**What is needed:**
Nothing but the records themselves, exactly as written and free of pictures, should appear in your response.

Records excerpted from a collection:
[Start of Attachment]
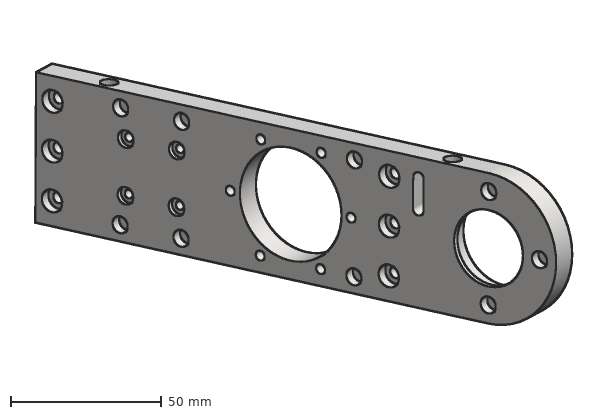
import cadquery as cq
import math

length = 205.0
height = 53.3
thickness = 10.0
lean_angle = 0.5

end_radius = height / 2
end_center_x = length / 2 - end_radius
front_y = -thickness / 2
back_y = thickness / 2

window_diameter = 40.0
window_x = -2.0
window_ring_radius = 23.8
window_ring_count = 6
window_ring_diameter = 3.5

lip_bore_diameter = 27.0
seat_diameter = 32.4
lip_thickness = 2.0
seat_ring_radius = 20.0
seat_ring_angles = (-90, 0, 90)

blind_diameter = 6.0
blind_depth = 4.0
blind_columns_x = (-69.0, -45.0, 23.0)
blind_row_z = 20.7
edge_hole_diameter = 6.2
edge_hole_depth = 8.0
edge_holes_x = (-76.9, 58.5)

large_screw_diameter = 4.0
large_head_diameter = 8.0
large_head_depth = 4.0
large_columns_x = (-96.0, 36.7)
large_row_z = 17.6
small_screw_diameter = 3.0
small_head_diameter = 6.2
small_head_depth = 2.0
small_spacing = 20.0
small_center_x = -57.0

slot_width = 4.0
slot_length = 15.4
slot_x = 48.2
slot_z = 13.7


def front_bore(x, z, diameter, depth):
    """Cylinder sunk from the front face to the given depth."""
    plane = cq.Workplane("XZ", origin=(x, front_y, z))
    return plane.circle(diameter / 2).extrude(-depth)


def counterbored_hole(x, z, screw_diameter, head_diameter, head_depth):
    """Through hole with a screw head recess in the front face."""
    through = front_bore(x, z, screw_diameter, thickness)
    return through.union(front_bore(x, z, head_diameter, head_depth))


def ring_points(center_x, radius, angles):
    """Points around a center on the plate's long axis; angles in degrees from +X toward +Z."""
    return [
        (center_x + radius * math.cos(math.radians(a)), radius * math.sin(math.radians(a)))
        for a in angles
    ]


plate = (
    cq.Workplane("XZ", origin=(0, front_y, 0))
    .moveTo(-length / 2, -height / 2)
    .lineTo(end_center_x, -height / 2)
    .threePointArc((length / 2, 0), (end_center_x, height / 2))
    .lineTo(-length / 2, height / 2)
    .close()
    .extrude(-thickness)
)

plate = plate.cut(front_bore(window_x, 0, window_diameter, thickness))
window_ring_angles = [360 / window_ring_count * i for i in range(window_ring_count)]
for x, z in ring_points(window_x, window_ring_radius, window_ring_angles):
    plate = plate.cut(front_bore(x, z, window_ring_diameter, thickness))

plate = plate.cut(front_bore(end_center_x, 0, lip_bore_diameter, thickness))
seat = (
    cq.Workplane("XZ", origin=(end_center_x, back_y, 0))
    .circle(seat_diameter / 2)
    .extrude(thickness - lip_thickness)
)
plate = plate.cut(seat)
for x, z in ring_points(end_center_x, seat_ring_radius, seat_ring_angles):
    plate = plate.cut(front_bore(x, z, blind_diameter, blind_depth))

for x in blind_columns_x:
    for z in (-blind_row_z, blind_row_z):
        plate = plate.cut(front_bore(x, z, blind_diameter, blind_depth))

for x in large_columns_x:
    for z in (-large_row_z, 0, large_row_z):
        plate = plate.cut(
            counterbored_hole(x, z, large_screw_diameter, large_head_diameter, large_head_depth)
        )

for x in (small_center_x - small_spacing / 2, small_center_x + small_spacing / 2):
    for z in (-small_spacing / 2, small_spacing / 2):
        plate = plate.cut(
            counterbored_hole(x, z, small_screw_diameter, small_head_diameter, small_head_depth)
        )

slot = (
    cq.Workplane("XZ", origin=(slot_x, front_y, slot_z))
    .slot2D(slot_length, slot_width, 90)
    .extrude(-thickness)
)
plate = plate.cut(slot)

for x in edge_holes_x:
    edge_hole = (
        cq.Workplane("XY", origin=(x, 0, height / 2))
        .circle(edge_hole_diameter / 2)
        .extrude(-edge_hole_depth)
    )
    plate = plate.cut(edge_hole)

result = plate.rotate((0, 0, 0), (1, 0, 0), -lean_angle)
[End of Attachment]
**Result:**
import cadquery as cq
import math

length = 205.0
height = 53.3
thickness = 10.0
lean_angle = 0.5

end_radius = height / 2
end_center_x = length / 2 - end_radius
front_y = -thickness / 2
back_y = thickness / 2

window_diameter = 40.0
window_x = -2.0
window_ring_radius = 23.8
window_ring_count = 6
window_ring_diameter = 3.5

lip_bore_diameter = 27.0
seat_diameter = 32.4
lip_thickness = 2.0
seat_ring_radius = 20.0
seat_ring_angles = (-90, 0, 90)

blind_diameter = 6.0
blind_depth = 4.0
blind_columns_x = (-69.0, -45.0, 23.0)
blind_row_z = 20.7
edge_hole_diameter = 6.2
edge_hole_depth = 8.0
edge_holes_x = (-76.9, 58.5)

large_screw_diameter = 4.0
large_head_diameter = 8.0
large_head_depth = 4.0
large_columns_x = (-96.0, 36.7)
large_row_z = 17.6
small_screw_diameter = 3.0
small_head_diameter = 6.2
small_head_depth = 2.0
small_spacing = 20.0
small_center_x = -57.0

slot_width = 4.0
slot_length = 15.4
slot_x = 48.2
slot_z = 13.7


def front_bore(x, z, diameter, depth):
    """Cylinder sunk from the front face to the given depth."""
    plane = cq.Workplane("XZ", origin=(x, front_y, z))
    return plane.circle(diameter / 2).extrude(-depth)


def counterbored_hole(x, z, screw_diameter, head_diameter, head_depth):
    """Through hole with a screw head recess in the front face."""
    through = front_bore(x, z, screw_diameter, thickness)
    return through.union(front_bore(x, z, head_diameter, head_depth))


def ring_points(center_x, radius, angles):
    """Points around a center on the plate's long axis; angles in degrees from +X toward +Z."""
    return [
        (center_x + radius * math.cos(math.radians(a)), radius * math.sin(math.radians(a)))
        for a in angles
    ]


plate = (
    cq.Workplane("XZ", origin=(0, front_y, 0))
    .moveTo(-length / 2, -height / 2)
    .lineTo(end_center_x, -height / 2)
    .threePointArc((length / 2, 0), (end_center_x, height / 2))
    .lineTo(-length / 2, height / 2)
    .close()
    .extrude(-thickness)
)

plate = plate.cut(front_bore(window_x, 0, window_diameter, thickness))
window_ring_angles = [360 / window_ring_count * i for i in range(window_ring_count)]
for x, z in ring_points(window_x, window_ring_radius, window_ring_angles):
    plate = plate.cut(front_bore(x, z, window_ring_diameter, thickness))

plate = plate.cut(front_bore(end_center_x, 0, lip_bore_diameter, thickness))
seat = (
    cq.Workplane("XZ", origin=(end_center_x, back_y, 0))
    .circle(seat_diameter / 2)
    .extrude(thickness - lip_thickness)
)
plate = plate.cut(seat)
for x, z in ring_points(end_center_x, seat_ring_radius, seat_ring_angles):
    plate = plate.cut(front_bore(x, z, blind_diameter, blind_depth))

for x in blind_columns_x:
    for z in (-blind_row_z, blind_row_z):
        plate = plate.cut(front_bore(x, z, blind_diameter, blind_depth))

for x in large_columns_x:
    for z in (-large_row_z, 0, large_row_z):
        plate = plate.cut(
            counterbored_hole(x, z, large_screw_diameter, large_head_diameter, large_head_depth)
        )

for x in (small_center_x - small_spacing / 2, small_center_x + small_spacing / 2):
    for z in (-small_spacing / 2, small_spacing / 2):
        plate = plate.cut(
            counterbored_hole(x, z, small_screw_diameter, small_head_diameter, small_head_depth)
        )

slot = (
    cq.Workplane("XZ", origin=(slot_x, front_y, slot_z))
    .slot2D(slot_length, slot_width, 90)
    .extrude(-thickness)
)
plate = plate.cut(slot)

for x in edge_holes_x:
    edge_hole = (
        cq.Workplane("XY", origin=(x, 0, height / 2))
        .circle(edge_hole_diameter / 2)
        .extrude(-edge_hole_depth)
    )
    plate = plate.cut(edge_hole)

result = plate.rotate((0, 0, 0), (1, 0, 0), -lean_angle)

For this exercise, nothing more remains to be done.